I used thin aluminum angle brackets made from the bench seat I removed. You can't make them very long or they won't follow the curve of the bow. I think mine were about 4" long. I put my trolling motor deck just below the rub rail because I didn't want things to slide off into the water if set up there and I didn't want the edges of the diamond plate exposed. It's actually wedged tightly between the rail and the brackets to keep it quiet - hammered in from the rear and then riveted down. The carpet looks nicer, but I didn't want any.


----------



## jdsgrog (Feb 11, 2011)

That's what I was planning to do with the extra aluminum from my seats.

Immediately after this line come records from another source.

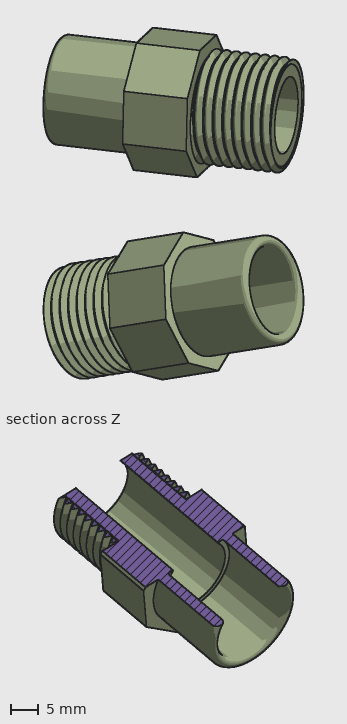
import cadquery as cq
import math

TOTAL_LENGTH = 43.0
TUBE_LENGTH = 16.0
NUT_LENGTH = 12.0
NUT_END = TUBE_LENGTH + NUT_LENGTH
THREAD_LENGTH = TOTAL_LENGTH - NUT_END

TUBE_OUTER_DIA = 20.0
TUBE_BORE_DIA = 16.0
TUBE_WALL = (TUBE_OUTER_DIA - TUBE_BORE_DIA) / 2
RIM_RADIUS = TUBE_WALL / 2

BORE_DIA = 14.0

NUT_SIDES = 8
NUT_ACROSS_FLATS = 24.0
NUT_ACROSS_CORNERS = NUT_ACROSS_FLATS / math.cos(math.pi / NUT_SIDES)
NUT_TILT = 4.0
NUT_TURN = 180.0 / NUT_SIDES - NUT_TILT

CORE_DIA = 18.58
THREAD_DIA = 20.95
CORE_RADIUS = CORE_DIA / 2
THREAD_RADIUS = THREAD_DIA / 2
GAUGE_LENGTH = 25.4
TURNS_PER_GAUGE_LENGTH = 14
THREAD_PITCH = GAUGE_LENGTH / TURNS_PER_GAUGE_LENGTH
FLANK_ANGLE = math.radians(27.5)
CREST_RADIUS = 0.2
ROOT_RADIUS = 0.17
ROOT_DIP = 0.02
BASE_RADIUS = CORE_RADIUS - ROOT_DIP
FIRST_CREST_X = 28.9
OVERRUN = 2 * THREAD_PITCH


def x_cylinder(start, length, diameter):
    """Cylinder about the X axis."""
    return cq.Workplane("YZ", origin=(start, 0, 0)).circle(diameter / 2).extrude(length)


def make_tube():
    """Plain tube section with a fully rounded rim at its open end."""
    outer_radius = TUBE_OUTER_DIA / 2
    bore_radius = TUBE_BORE_DIA / 2
    profile = (
        cq.Workplane("XY")
        .moveTo(TUBE_LENGTH, bore_radius)
        .lineTo(RIM_RADIUS, bore_radius)
        .threePointArc((0, bore_radius + RIM_RADIUS), (RIM_RADIUS, outer_radius))
        .lineTo(TUBE_LENGTH, outer_radius)
        .close()
    )
    return profile.revolve(360, (0, 0, 0), (1, 0, 0))


def make_nut():
    """Octagonal grip section."""
    octagon = cq.Workplane("YZ", origin=(TUBE_LENGTH, 0, 0)).polygon(NUT_SIDES, NUT_ACROSS_CORNERS)
    return octagon.extrude(NUT_LENGTH).rotate((0, 0, 0), (1, 0, 0), NUT_TURN)


def make_fitting():
    """Tube, nut and the plain core under the thread, with the through bore."""
    core = x_cylinder(NUT_END, THREAD_LENGTH, CORE_DIA)
    bore = x_cylinder(TUBE_LENGTH, TOTAL_LENGTH - TUBE_LENGTH, BORE_DIA)
    return make_nut().union(core).cut(bore).union(make_tube())


def ridge_section():
    """Ridge section with a rounded crest and rounded roots, tangent to straight flanks."""
    depth = THREAD_RADIUS - BASE_RADIUS
    round_run = (CREST_RADIUS + ROOT_RADIUS) * (1 - math.sin(FLANK_ANGLE)) / math.cos(FLANK_ANGLE)
    half_base = depth * math.tan(FLANK_ANGLE) + round_run

    crest_end = (
        THREAD_RADIUS - CREST_RADIUS * (1 - math.sin(FLANK_ANGLE)),
        CREST_RADIUS * math.cos(FLANK_ANGLE),
    )
    root_end = (
        BASE_RADIUS + ROOT_RADIUS * (1 - math.sin(FLANK_ANGLE)),
        half_base - ROOT_RADIUS * math.cos(FLANK_ANGLE),
    )
    mid_angle = (math.pi / 2 - FLANK_ANGLE) / 2
    root_mid = (
        BASE_RADIUS + ROOT_RADIUS * (1 - math.cos(mid_angle)),
        half_base - ROOT_RADIUS * math.sin(mid_angle),
    )

    def mirrored(point):
        return point[0], -point[1]

    return (
        cq.Workplane("XZ")
        .moveTo(BASE_RADIUS, -half_base)
        .threePointArc(mirrored(root_mid), mirrored(root_end))
        .lineTo(*mirrored(crest_end))
        .threePointArc((THREAD_RADIUS, 0), crest_end)
        .lineTo(*root_end)
        .threePointArc(root_mid, (BASE_RADIUS, half_base))
        .close()
    )


def make_thread():
    """Helical ridge on the core, trimmed flush with the nut face and the end face."""
    start_x = FIRST_CREST_X - OVERRUN
    height = THREAD_LENGTH + 2 * OVERRUN

    helix = cq.Wire.makeHelix(THREAD_PITCH, height, BASE_RADIUS)
    ridge = ridge_section().sweep(cq.Workplane(helix), isFrenet=True)

    ridge = ridge.rotate((0, 0, 0), (0, 1, 0), 90).rotate((0, 0, 0), (1, 0, 0), 180)
    ridge = ridge.translate((start_x, 0, 0))

    threaded_zone = x_cylinder(NUT_END, THREAD_LENGTH, NUT_ACROSS_CORNERS)
    core = x_cylinder(NUT_END, THREAD_LENGTH, CORE_DIA)
    return ridge.intersect(threaded_zone).cut(core)


fitting = make_fitting()
thread = make_thread()

result = cq.Compound.makeCompound([fitting.solids().val(), thread.solids().val()])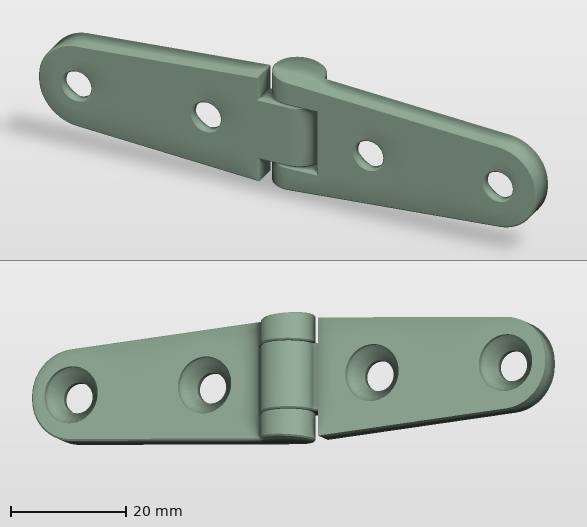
import cadquery as cq
import math

LEAF_LENGTH = 48.1
BARREL_RADIUS = 4.76
LEAF_THICKNESS = BARREL_RADIUS
AXIS_HALF_HEIGHT = 10.8
TAPER_ANGLE = math.radians(3.8)
TIP_CORNER_RADIUS = 7.8
BARREL_BLEND_RADIUS = 0.8
EDGE_BREAK = 0.3

TONGUE_HALF_HEIGHT = 6.0
SLOT_HALF_HEIGHT = 6.1
CLEARANCE_REACH = 5.6

HOLE_RADIUS = 2.7
SINK_RADIUS = 5.0
SINK_LIP_DEPTH = 0.8
SINK_DEPTH = 3.3
HOLE_OFFSETS = (15.7, 40.7)

TAPER = math.tan(TAPER_ANGLE)
ROOT_HALF_HEIGHT = AXIS_HALF_HEIGHT + BARREL_RADIUS * TAPER
TIP_HALF_HEIGHT = AXIS_HALF_HEIGHT - LEAF_LENGTH * TAPER


def tapered_outline():
    """Tapered plate with rounded tip corners, as deep as the barrel."""
    return (
        cq.Workplane("XZ")
        .polyline([
            (-BARREL_RADIUS, -ROOT_HALF_HEIGHT),
            (LEAF_LENGTH, -TIP_HALF_HEIGHT),
            (LEAF_LENGTH, TIP_HALF_HEIGHT),
            (-BARREL_RADIUS, ROOT_HALF_HEIGHT),
        ])
        .close()
        .extrude(BARREL_RADIUS, both=True)
        .edges("|Y and >X")
        .fillet(TIP_CORNER_RADIUS)
    )


def barrel_and_plate():
    """Round barrel running into a flat plate, with a blend on the back face."""
    center_distance = BARREL_RADIUS + BARREL_BLEND_RADIUS
    blend_end = math.sqrt(center_distance ** 2 - BARREL_BLEND_RADIUS ** 2)
    barrel_share = BARREL_RADIUS / center_distance
    blend_start = (blend_end * barrel_share, BARREL_BLEND_RADIUS * barrel_share)
    return (
        cq.Workplane("XY")
        .moveTo(0, -LEAF_THICKNESS)
        .lineTo(LEAF_LENGTH, -LEAF_THICKNESS)
        .lineTo(LEAF_LENGTH, 0)
        .lineTo(blend_end, 0)
        .radiusArc(blend_start, BARREL_BLEND_RADIUS)
        .threePointArc((-BARREL_RADIUS, 0), (0, -LEAF_THICKNESS))
        .close()
        .extrude(ROOT_HALF_HEIGHT, both=True)
    )


def knuckle_gap(bottom, top):
    """Block that clears the barrel zone between two heights."""
    length = BARREL_RADIUS + CLEARANCE_REACH
    return (
        cq.Workplane("XY")
        .box(length, 2 * BARREL_RADIUS, top - bottom, centered=(False, True, False))
        .translate((-BARREL_RADIUS, 0, bottom))
    )


def screw_hole(offset):
    """Through hole with a conical sink and a short straight lip at the back."""
    return (
        cq.Workplane("XY")
        .polyline([
            (0, 0),
            (SINK_RADIUS, 0),
            (SINK_RADIUS, -SINK_LIP_DEPTH),
            (HOLE_RADIUS, -SINK_DEPTH),
            (HOLE_RADIUS, -LEAF_THICKNESS),
            (0, -LEAF_THICKNESS),
        ])
        .close()
        .revolve(360, (0, 0), (0, 1))
        .translate((offset, 0, 0))
    )


def leaf(gaps):
    """Leaf towards +X with the given knuckle gaps, holes and broken front edges."""
    body = tapered_outline().intersect(barrel_and_plate())
    for bottom, top in gaps:
        body = body.cut(knuckle_gap(bottom, top))
    for offset in HOLE_OFFSETS:
        body = body.cut(screw_hole(offset))
    return body.faces("<Y").edges().chamfer(EDGE_BREAK)


slot_leaf = leaf([(-SLOT_HALF_HEIGHT, SLOT_HALF_HEIGHT)])

tongue_leaf = leaf([
    (TONGUE_HALF_HEIGHT, ROOT_HALF_HEIGHT),
    (-ROOT_HALF_HEIGHT, -TONGUE_HALF_HEIGHT),
]).mirror("YZ")

result = cq.Compound.makeCompound([slot_leaf.val(), tongue_leaf.val()])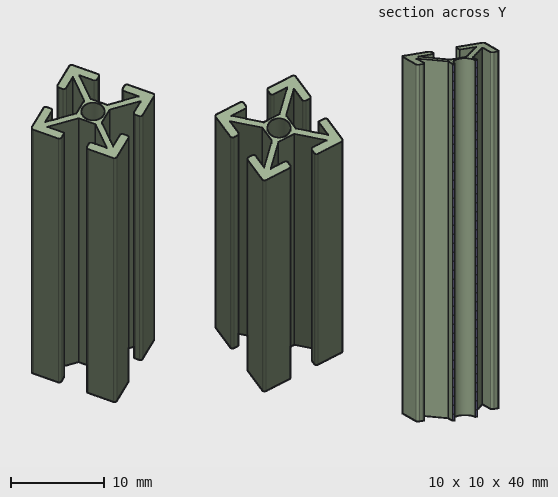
import cadquery as cq
import math

side = 10.0
length = 40.0

slot_opening = 3.0
lip_thickness = 1.0
hub_width = slot_opening
web_thickness = 0.7
bore_diameter = 2.5
edge_radius = 0.3

half = side / 2
lip_end = slot_opening / 2
lip_inner = half - lip_thickness
lip_length = half - lip_end
corner_signs = [(-1, -1), (-1, 1), (1, -1), (1, 1)]


def make_lip(sharp_inner_tip=False):
    """Lip along X in the +X +Y corner, with rounded tip edges."""
    lip = (
        cq.Workplane("XY")
        .box(lip_length, lip_thickness, length, centered=False)
        .translate((lip_end, lip_inner, 0))
    )
    tip_edges = lip.faces("<X").edges("|Z")
    if sharp_inner_tip:
        tip_edges = tip_edges.edges(">Y")
    lip = tip_edges.fillet(edge_radius)
    return lip.edges("|Z and >X and >Y").fillet(edge_radius)


def make_corner(sign_x, sign_y):
    """Pair of lips forming one outer corner of the profile."""
    is_sharp = (sign_x, sign_y) == (-1, -1)
    x_lip = make_lip(is_sharp)
    y_lip = make_lip().mirror("YZ").rotate((0, 0, 0), (0, 0, 1), -90)
    corner = x_lip.union(y_lip)
    if sign_x < 0:
        corner = corner.mirror("YZ")
    if sign_y < 0:
        corner = corner.mirror("XZ")
    return corner


def make_web(angle):
    """Diagonal web joining two opposite corners through the hub."""
    web_length = 2 * math.sqrt(2) * (half - lip_thickness / 2)
    return (
        cq.Workplane("XY")
        .box(web_length, web_thickness, length, centered=(True, True, False))
        .rotate((0, 0, 0), (0, 0, 1), angle)
    )


result = cq.Workplane("XY").box(hub_width, hub_width, length, centered=(True, True, False))
for web_angle in (45, -45):
    result = result.union(make_web(web_angle))
for sign_x, sign_y in corner_signs:
    result = result.union(make_corner(sign_x, sign_y))

bore = cq.Workplane("XY").circle(bore_diameter / 2).extrude(length)
result = result.cut(bore)

I'll just cut and bend it to make new brackets. 

bengineer, how long were your brackets?


----------



## iamthepd (Feb 11, 2011)

thanks for the replys...my original plan was to just cut a peice of 3/16 aluminum and cut it to fit the top of the hull and bend the top and bottom about an inch in for added rigidity and mount it directly on top of the gunwale using rivets but i couldnt get a clear answer as to if stainless or aluminum rivets would be better or if they would be strong enough for a 55 lb terrova...and then to get rid of the rough edges i was gonna put some black rubber molding around the outer edge or just throw some carpet on there...ill figure the cosmetics out when i get there haha...

thanks again


----------



## jdsgrog (Feb 11, 2011)

It sounds like a plan. What kind of boat do you have? I have an older 30lb minkota and my deck was fine with the motor pulling the rig plus two guys and gear (about 1000 lbs total). I used 3/4 inch plywood. But one thing to note, apart from the deck being attached to the hull, I also attached the trolling motor deck to the casting deck with two small vertical pieces. Though I didn't do it for structural reasons, it did add rigidity to the whole structure.


----------



## jdsgrog (Apr 6, 2011)

So I was finally able to resume my modifications. What was intended as a winter project is ending up as a spring project due to lack of time and weather during winter months. Here are some pics of some more work I've done. I've gotten the main framing in and will soon be working on the decking. I decided to change some of the design. Will not have rod lockers after talking with some people who had previous experience with them. Also, the rear deck will likely be just a rear bench. Just easier and no real need for a rear deck. But that is still up for consideration.


----------



## jdsgrog (Apr 20, 2011)

Got more work done the past week. I'm on the "home stretch. Hopefully I will get everything done by next week. Here are some pics:


----------



## nadornati (Apr 20, 2011)

awesome build


----------



## jdsgrog (Apr 27, 2011)

I got more work done this week. Some things took longer than expected so it looks like two more days work and I'll be done...I hope.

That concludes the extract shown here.